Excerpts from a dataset
================================

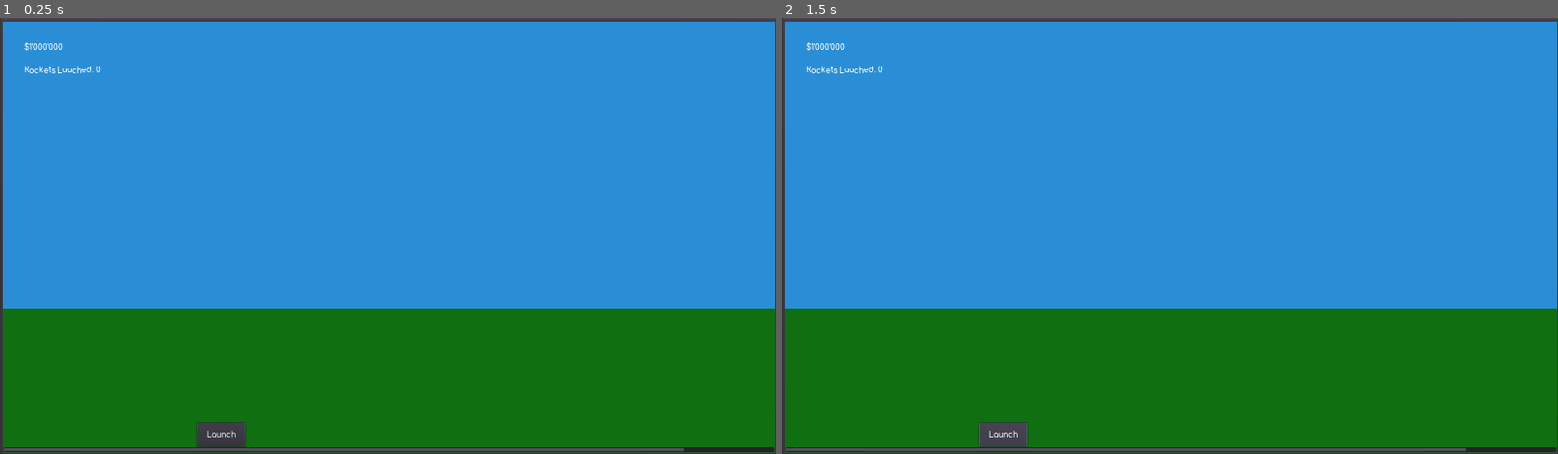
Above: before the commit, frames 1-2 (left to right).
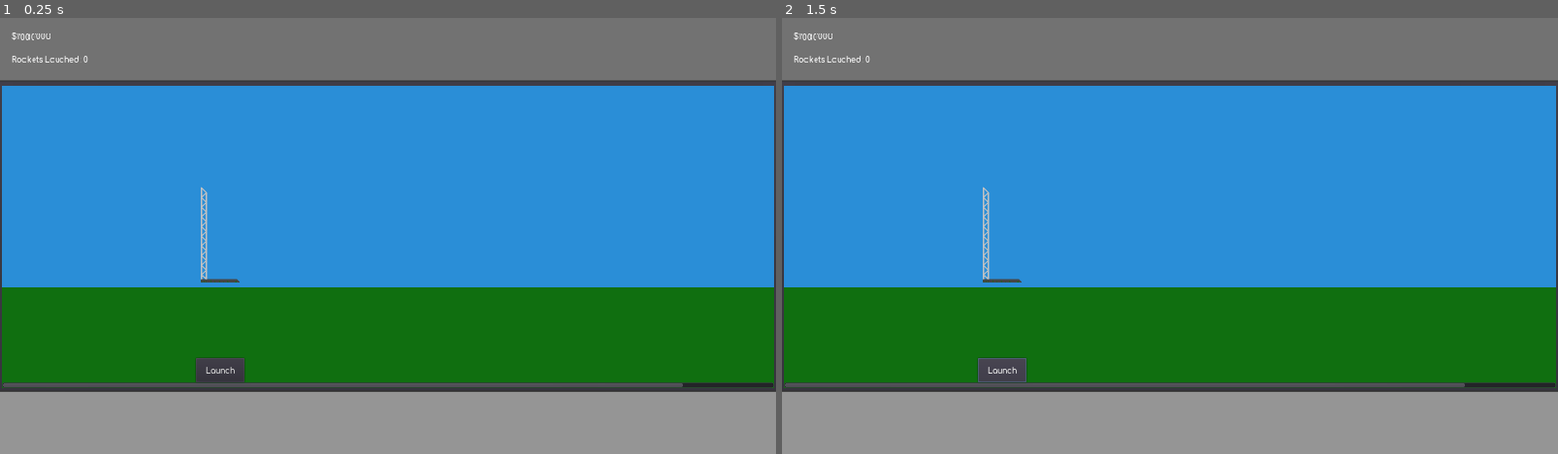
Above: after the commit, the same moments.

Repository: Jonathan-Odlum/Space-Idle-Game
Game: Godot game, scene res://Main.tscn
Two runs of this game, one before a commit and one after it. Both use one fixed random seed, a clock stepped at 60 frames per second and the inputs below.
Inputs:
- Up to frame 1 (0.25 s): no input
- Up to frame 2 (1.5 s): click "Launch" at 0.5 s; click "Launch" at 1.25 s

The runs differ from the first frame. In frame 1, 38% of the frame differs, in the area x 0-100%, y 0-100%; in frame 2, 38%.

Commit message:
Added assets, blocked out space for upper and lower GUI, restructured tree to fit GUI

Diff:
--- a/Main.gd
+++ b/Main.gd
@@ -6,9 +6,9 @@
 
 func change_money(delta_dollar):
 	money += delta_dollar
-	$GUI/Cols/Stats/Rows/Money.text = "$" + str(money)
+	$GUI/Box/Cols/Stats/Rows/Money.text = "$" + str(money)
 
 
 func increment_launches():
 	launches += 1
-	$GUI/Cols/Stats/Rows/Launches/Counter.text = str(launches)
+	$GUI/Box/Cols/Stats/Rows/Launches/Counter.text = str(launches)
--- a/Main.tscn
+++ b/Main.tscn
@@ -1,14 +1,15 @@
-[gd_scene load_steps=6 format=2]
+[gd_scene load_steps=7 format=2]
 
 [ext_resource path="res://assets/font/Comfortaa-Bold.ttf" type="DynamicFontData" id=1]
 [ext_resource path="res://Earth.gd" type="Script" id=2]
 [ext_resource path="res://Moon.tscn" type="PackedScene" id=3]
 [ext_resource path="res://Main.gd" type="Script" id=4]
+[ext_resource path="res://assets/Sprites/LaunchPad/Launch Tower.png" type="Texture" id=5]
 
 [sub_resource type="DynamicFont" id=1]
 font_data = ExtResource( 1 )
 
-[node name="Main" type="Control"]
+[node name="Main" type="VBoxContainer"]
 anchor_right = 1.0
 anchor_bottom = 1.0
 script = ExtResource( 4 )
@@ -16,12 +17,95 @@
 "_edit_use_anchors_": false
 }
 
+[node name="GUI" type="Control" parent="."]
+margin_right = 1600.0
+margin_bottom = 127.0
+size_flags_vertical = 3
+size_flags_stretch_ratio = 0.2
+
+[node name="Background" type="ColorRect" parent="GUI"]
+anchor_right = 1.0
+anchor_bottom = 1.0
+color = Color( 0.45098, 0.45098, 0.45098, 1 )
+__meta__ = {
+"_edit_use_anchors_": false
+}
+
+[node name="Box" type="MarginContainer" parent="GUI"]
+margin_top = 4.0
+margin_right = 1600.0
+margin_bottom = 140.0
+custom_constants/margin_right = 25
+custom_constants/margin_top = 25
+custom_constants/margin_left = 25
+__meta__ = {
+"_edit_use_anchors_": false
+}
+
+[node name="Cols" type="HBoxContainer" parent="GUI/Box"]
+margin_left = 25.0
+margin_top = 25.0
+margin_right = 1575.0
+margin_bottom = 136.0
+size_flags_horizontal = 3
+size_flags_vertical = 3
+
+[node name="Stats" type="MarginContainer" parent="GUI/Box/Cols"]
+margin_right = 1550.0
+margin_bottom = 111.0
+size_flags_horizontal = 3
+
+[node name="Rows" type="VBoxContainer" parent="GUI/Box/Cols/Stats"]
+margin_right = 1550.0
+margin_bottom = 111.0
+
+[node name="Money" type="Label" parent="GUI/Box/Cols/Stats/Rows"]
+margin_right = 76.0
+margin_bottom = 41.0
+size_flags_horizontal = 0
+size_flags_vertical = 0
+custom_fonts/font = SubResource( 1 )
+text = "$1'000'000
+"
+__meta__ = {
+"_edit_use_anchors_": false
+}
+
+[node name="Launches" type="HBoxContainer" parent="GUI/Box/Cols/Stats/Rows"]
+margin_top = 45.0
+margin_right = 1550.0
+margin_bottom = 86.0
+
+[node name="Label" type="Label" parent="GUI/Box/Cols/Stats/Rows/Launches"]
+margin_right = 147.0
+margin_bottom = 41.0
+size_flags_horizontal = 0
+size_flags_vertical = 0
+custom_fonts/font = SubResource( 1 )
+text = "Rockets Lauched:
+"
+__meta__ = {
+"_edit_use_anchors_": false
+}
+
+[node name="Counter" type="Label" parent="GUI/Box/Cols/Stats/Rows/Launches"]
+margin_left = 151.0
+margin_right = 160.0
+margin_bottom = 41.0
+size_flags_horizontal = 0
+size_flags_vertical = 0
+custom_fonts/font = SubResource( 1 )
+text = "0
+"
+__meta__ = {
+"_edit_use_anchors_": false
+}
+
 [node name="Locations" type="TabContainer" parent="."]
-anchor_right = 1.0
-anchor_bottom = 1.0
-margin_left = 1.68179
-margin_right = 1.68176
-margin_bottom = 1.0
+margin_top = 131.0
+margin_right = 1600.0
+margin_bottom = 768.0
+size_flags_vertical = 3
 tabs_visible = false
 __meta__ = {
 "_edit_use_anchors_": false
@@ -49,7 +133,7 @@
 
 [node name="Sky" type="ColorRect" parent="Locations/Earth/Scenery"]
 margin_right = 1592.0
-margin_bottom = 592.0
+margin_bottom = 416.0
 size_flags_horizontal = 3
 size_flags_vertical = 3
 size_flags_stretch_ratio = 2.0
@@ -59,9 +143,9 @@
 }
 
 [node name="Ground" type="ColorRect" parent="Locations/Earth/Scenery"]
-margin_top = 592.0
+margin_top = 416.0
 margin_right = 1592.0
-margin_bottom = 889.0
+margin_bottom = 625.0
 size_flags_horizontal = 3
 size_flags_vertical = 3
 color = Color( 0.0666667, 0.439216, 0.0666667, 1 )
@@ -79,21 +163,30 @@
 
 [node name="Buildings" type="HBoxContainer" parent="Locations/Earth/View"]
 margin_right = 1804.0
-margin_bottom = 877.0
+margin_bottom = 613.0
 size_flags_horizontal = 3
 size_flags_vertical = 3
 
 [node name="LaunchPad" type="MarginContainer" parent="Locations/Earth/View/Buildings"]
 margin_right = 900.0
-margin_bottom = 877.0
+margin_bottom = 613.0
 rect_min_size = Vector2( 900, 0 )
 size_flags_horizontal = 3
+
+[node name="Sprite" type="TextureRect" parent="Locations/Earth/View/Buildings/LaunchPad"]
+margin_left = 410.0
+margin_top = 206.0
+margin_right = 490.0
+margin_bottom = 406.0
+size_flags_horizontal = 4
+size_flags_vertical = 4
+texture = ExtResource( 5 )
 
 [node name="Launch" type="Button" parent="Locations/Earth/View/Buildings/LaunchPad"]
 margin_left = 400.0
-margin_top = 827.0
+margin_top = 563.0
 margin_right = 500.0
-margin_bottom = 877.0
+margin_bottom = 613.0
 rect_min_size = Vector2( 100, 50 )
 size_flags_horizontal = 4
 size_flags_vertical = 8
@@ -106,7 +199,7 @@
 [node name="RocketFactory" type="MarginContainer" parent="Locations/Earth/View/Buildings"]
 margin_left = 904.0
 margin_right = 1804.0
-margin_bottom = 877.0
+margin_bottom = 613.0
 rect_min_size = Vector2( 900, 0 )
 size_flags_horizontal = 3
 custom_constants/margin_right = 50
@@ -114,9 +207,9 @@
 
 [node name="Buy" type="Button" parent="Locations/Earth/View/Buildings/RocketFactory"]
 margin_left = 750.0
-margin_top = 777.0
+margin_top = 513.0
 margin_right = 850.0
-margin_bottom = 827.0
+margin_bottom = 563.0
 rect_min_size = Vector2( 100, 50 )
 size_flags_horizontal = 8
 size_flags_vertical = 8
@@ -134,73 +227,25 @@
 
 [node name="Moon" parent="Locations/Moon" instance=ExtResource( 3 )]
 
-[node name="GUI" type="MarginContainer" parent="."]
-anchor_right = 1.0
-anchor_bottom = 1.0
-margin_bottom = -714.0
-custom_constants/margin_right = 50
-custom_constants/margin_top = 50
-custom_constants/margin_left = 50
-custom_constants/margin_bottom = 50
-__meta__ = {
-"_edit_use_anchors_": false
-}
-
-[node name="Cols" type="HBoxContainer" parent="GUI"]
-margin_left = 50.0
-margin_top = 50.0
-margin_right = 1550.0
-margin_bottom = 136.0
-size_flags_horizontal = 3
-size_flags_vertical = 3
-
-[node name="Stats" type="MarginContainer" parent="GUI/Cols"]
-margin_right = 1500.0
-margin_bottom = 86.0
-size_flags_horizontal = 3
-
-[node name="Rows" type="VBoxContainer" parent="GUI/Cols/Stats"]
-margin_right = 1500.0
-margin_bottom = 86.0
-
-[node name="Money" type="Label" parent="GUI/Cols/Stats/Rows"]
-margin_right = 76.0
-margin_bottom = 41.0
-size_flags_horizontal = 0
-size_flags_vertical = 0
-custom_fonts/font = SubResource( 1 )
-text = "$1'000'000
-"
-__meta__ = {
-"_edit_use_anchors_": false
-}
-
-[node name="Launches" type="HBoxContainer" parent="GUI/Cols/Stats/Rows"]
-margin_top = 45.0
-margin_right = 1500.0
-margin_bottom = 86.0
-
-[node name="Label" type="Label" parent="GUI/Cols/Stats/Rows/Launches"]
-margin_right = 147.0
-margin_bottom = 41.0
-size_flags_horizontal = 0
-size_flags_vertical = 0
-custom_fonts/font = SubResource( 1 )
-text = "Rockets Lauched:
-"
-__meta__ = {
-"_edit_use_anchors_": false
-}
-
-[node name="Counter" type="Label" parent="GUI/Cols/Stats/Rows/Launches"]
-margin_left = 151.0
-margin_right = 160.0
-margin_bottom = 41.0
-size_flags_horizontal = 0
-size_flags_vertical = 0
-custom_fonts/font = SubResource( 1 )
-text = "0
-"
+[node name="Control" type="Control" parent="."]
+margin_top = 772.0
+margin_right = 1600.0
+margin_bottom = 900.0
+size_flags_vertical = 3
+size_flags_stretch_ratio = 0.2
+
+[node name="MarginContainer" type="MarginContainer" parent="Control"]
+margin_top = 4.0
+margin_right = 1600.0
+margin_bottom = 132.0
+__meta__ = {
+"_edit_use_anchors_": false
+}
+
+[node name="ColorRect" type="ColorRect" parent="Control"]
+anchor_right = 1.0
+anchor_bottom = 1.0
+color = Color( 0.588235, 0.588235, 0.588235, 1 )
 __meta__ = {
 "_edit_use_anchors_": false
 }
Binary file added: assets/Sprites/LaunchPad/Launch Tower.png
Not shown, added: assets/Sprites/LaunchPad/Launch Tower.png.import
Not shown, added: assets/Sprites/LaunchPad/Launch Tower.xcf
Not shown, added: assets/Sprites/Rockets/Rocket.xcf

================================

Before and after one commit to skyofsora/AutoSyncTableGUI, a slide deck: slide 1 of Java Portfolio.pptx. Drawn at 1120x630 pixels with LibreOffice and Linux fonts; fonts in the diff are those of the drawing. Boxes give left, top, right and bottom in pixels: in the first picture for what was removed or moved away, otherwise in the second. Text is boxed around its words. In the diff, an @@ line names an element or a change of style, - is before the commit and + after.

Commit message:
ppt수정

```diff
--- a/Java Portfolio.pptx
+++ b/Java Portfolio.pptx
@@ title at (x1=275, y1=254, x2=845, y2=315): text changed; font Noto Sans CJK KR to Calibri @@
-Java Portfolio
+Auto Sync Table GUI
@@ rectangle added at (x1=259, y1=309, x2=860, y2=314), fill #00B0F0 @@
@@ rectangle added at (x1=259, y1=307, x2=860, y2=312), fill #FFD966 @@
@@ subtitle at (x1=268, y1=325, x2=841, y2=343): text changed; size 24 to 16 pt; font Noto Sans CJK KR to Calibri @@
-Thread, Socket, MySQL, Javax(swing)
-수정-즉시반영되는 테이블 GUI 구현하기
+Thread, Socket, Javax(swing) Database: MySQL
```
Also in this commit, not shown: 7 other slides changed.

================================

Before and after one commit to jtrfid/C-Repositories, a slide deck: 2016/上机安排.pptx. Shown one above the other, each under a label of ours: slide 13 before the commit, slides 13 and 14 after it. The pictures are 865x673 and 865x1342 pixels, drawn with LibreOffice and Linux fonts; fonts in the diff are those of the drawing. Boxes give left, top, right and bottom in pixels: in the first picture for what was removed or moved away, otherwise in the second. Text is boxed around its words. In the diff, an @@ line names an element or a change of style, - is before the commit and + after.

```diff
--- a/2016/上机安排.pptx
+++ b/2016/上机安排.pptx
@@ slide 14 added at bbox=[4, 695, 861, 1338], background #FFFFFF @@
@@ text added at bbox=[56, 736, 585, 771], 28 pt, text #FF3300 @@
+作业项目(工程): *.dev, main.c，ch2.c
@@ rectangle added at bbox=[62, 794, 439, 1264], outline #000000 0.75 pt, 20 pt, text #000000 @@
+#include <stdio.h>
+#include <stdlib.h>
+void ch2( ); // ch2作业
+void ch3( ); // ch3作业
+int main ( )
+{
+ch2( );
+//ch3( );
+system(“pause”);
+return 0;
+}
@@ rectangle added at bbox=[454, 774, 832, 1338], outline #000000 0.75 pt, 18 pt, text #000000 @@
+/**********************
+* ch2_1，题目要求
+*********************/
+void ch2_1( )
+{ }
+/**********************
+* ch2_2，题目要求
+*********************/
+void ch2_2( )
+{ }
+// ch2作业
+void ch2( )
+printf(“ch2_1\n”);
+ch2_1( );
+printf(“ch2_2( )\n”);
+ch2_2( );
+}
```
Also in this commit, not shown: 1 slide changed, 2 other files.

================================

Leaving every picture aside, reproduce exactly the lines above from the one with "Above: before the" up to and including the one with "-1,14 +1,15 @@", and no others.

Above: before the commit, frames 1-2 (left to right).
Above: after the commit, the same moments.

Repository: Jonathan-Odlum/Space-Idle-Game
Game: Godot game, scene res://Main.tscn
Two runs of this game, one before a commit and one after it. Both use one fixed random seed, a clock stepped at 60 frames per second and the inputs below.
Inputs:
- Up to frame 1 (0.25 s): no input
- Up to frame 2 (1.5 s): click "Launch" at 0.5 s; click "Launch" at 1.25 s

The runs differ from the first frame. In frame 1, 38% of the frame differs, in the area x 0-100%, y 0-100%; in frame 2, 38%.

Commit message:
Added assets, blocked out space for upper and lower GUI, restructured tree to fit GUI

Diff:
--- a/Main.gd
+++ b/Main.gd
@@ -6,9 +6,9 @@
 
 func change_money(delta_dollar):
 	money += delta_dollar
-	$GUI/Cols/Stats/Rows/Money.text = "$" + str(money)
+	$GUI/Box/Cols/Stats/Rows/Money.text = "$" + str(money)
 
 
 func increment_launches():
 	launches += 1
-	$GUI/Cols/Stats/Rows/Launches/Counter.text = str(launches)
+	$GUI/Box/Cols/Stats/Rows/Launches/Counter.text = str(launches)
--- a/Main.tscn
+++ b/Main.tscn
@@ -1,14 +1,15 @@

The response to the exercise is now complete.